## WORK INSTRUCTION
Down to the last line, repeat the entries exactly and drop any image.

## GIVEN RECORDS
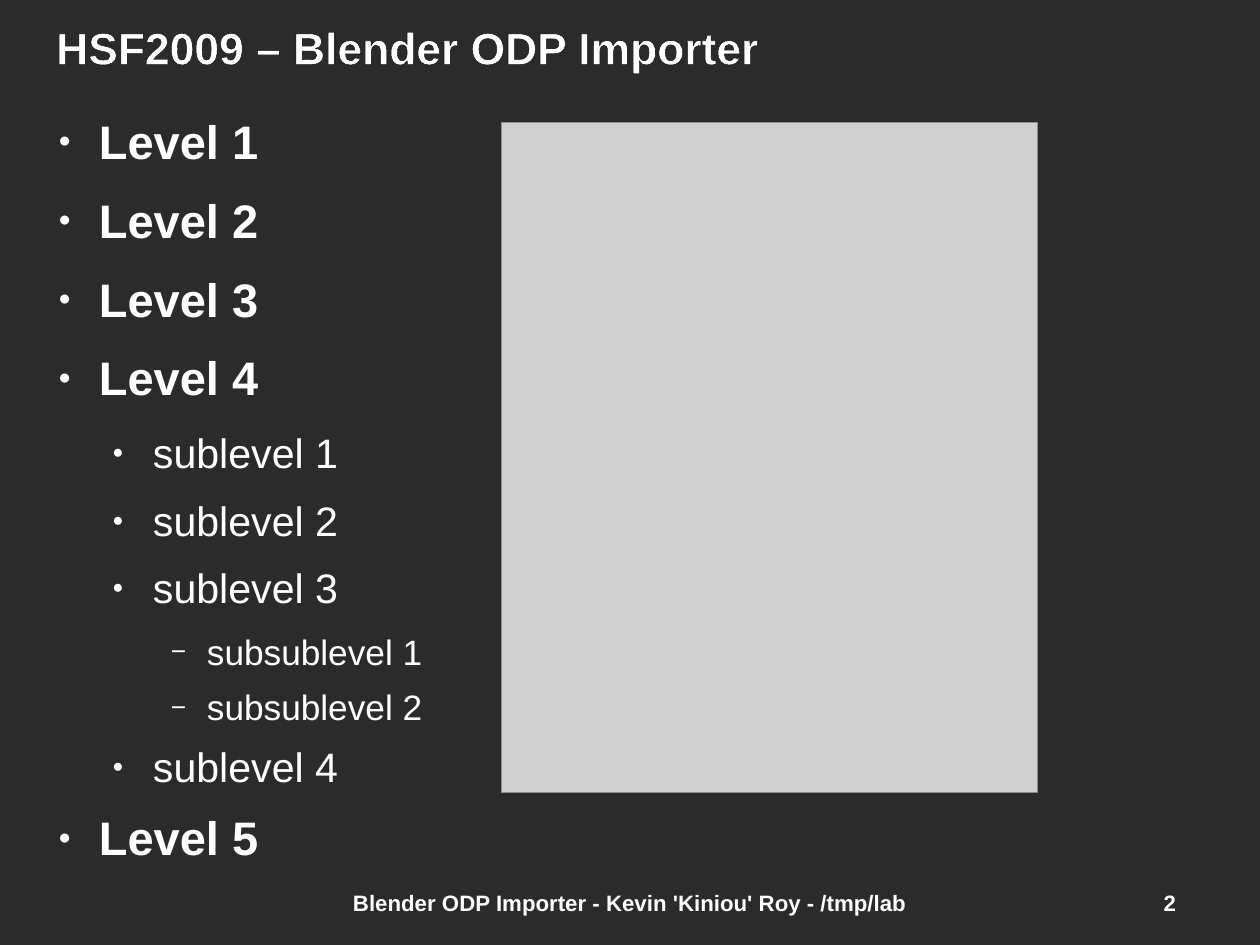
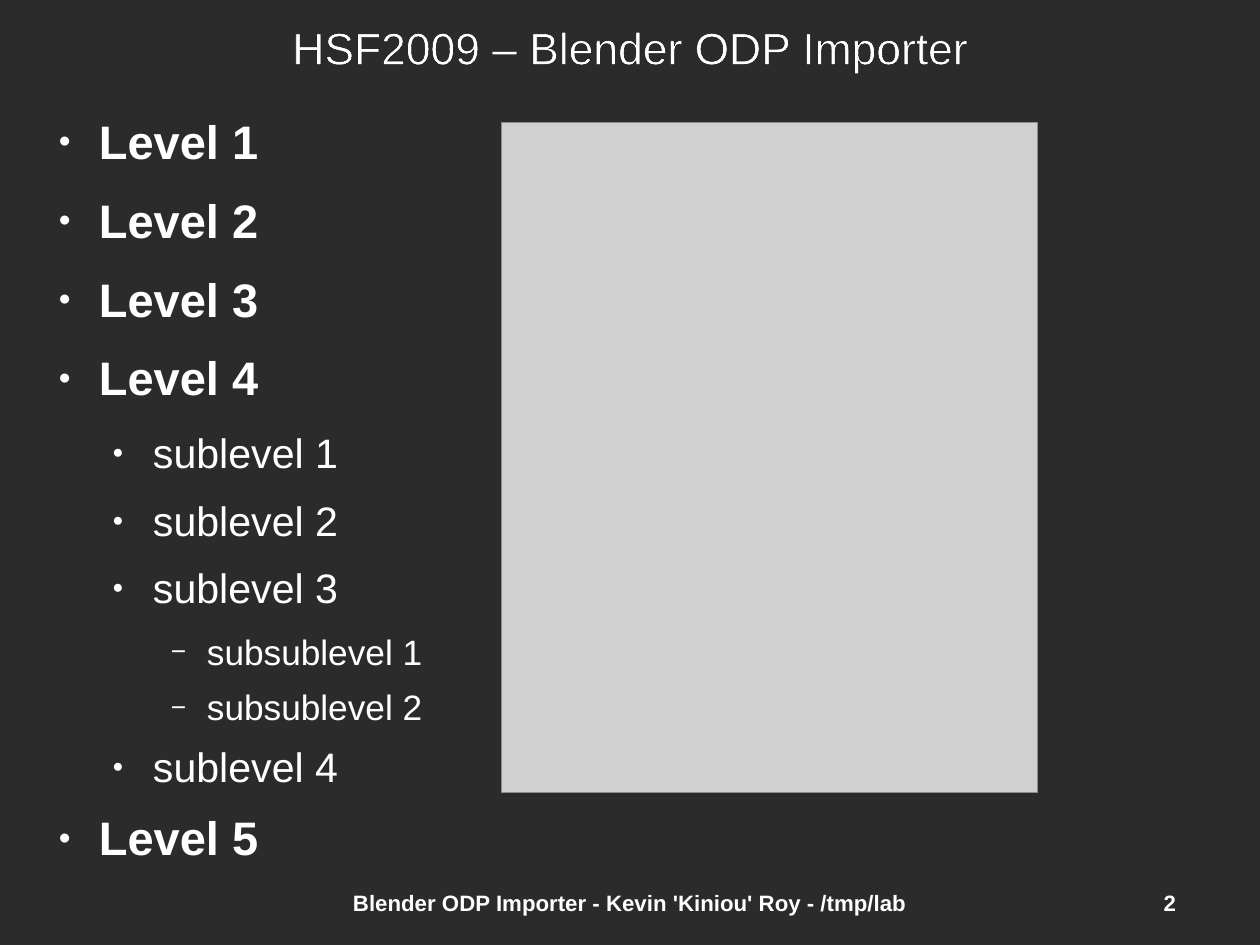
Before and after one commit to kiniou/blender-smooth-slides, a slide deck: slide 2 of import/doc/HSF2009.odp. Drawn at 1260x945 pixels with LibreOffice and Linux fonts; fonts in the diff are those of the drawing; grey boxes stand for pictures; background and template pictures are left out; a plain dark background stands for a picture behind light text. Boxes give left, top, right and bottom in pixels: in the first picture for what was removed or moved away, otherwise in the second. Text is boxed around its words. In the diff, an @@ line names an element or a change of style, - is before the commit and + after.

```diff
--- a/import/doc/HSF2009.odp
+++ b/import/doc/HSF2009.odp
@@ title "HSF2009 – Blender ODP Importer" at (x1=292, y1=32, x2=967, y2=73): bold off; alignment left to centre @@
```
Also in this commit, not shown: 2 other slides changed, 1 other file.

## ANSWER AREA
Before and after one commit to kiniou/blender-smooth-slides, a slide deck: slide 2 of import/doc/HSF2009.odp. Drawn at 1260x945 pixels with LibreOffice and Linux fonts; fonts in the diff are those of the drawing; grey boxes stand for pictures; background and template pictures are left out; a plain dark background stands for a picture behind light text. Boxes give left, top, right and bottom in pixels: in the first picture for what was removed or moved away, otherwise in the second. Text is boxed around its words. In the diff, an @@ line names an element or a change of style, - is before the commit and + after.

```diff
--- a/import/doc/HSF2009.odp
+++ b/import/doc/HSF2009.odp
@@ title "HSF2009 – Blender ODP Importer" at (x1=292, y1=32, x2=967, y2=73): bold off; alignment left to centre @@
```
Also in this commit, not shown: 2 other slides changed, 1 other file.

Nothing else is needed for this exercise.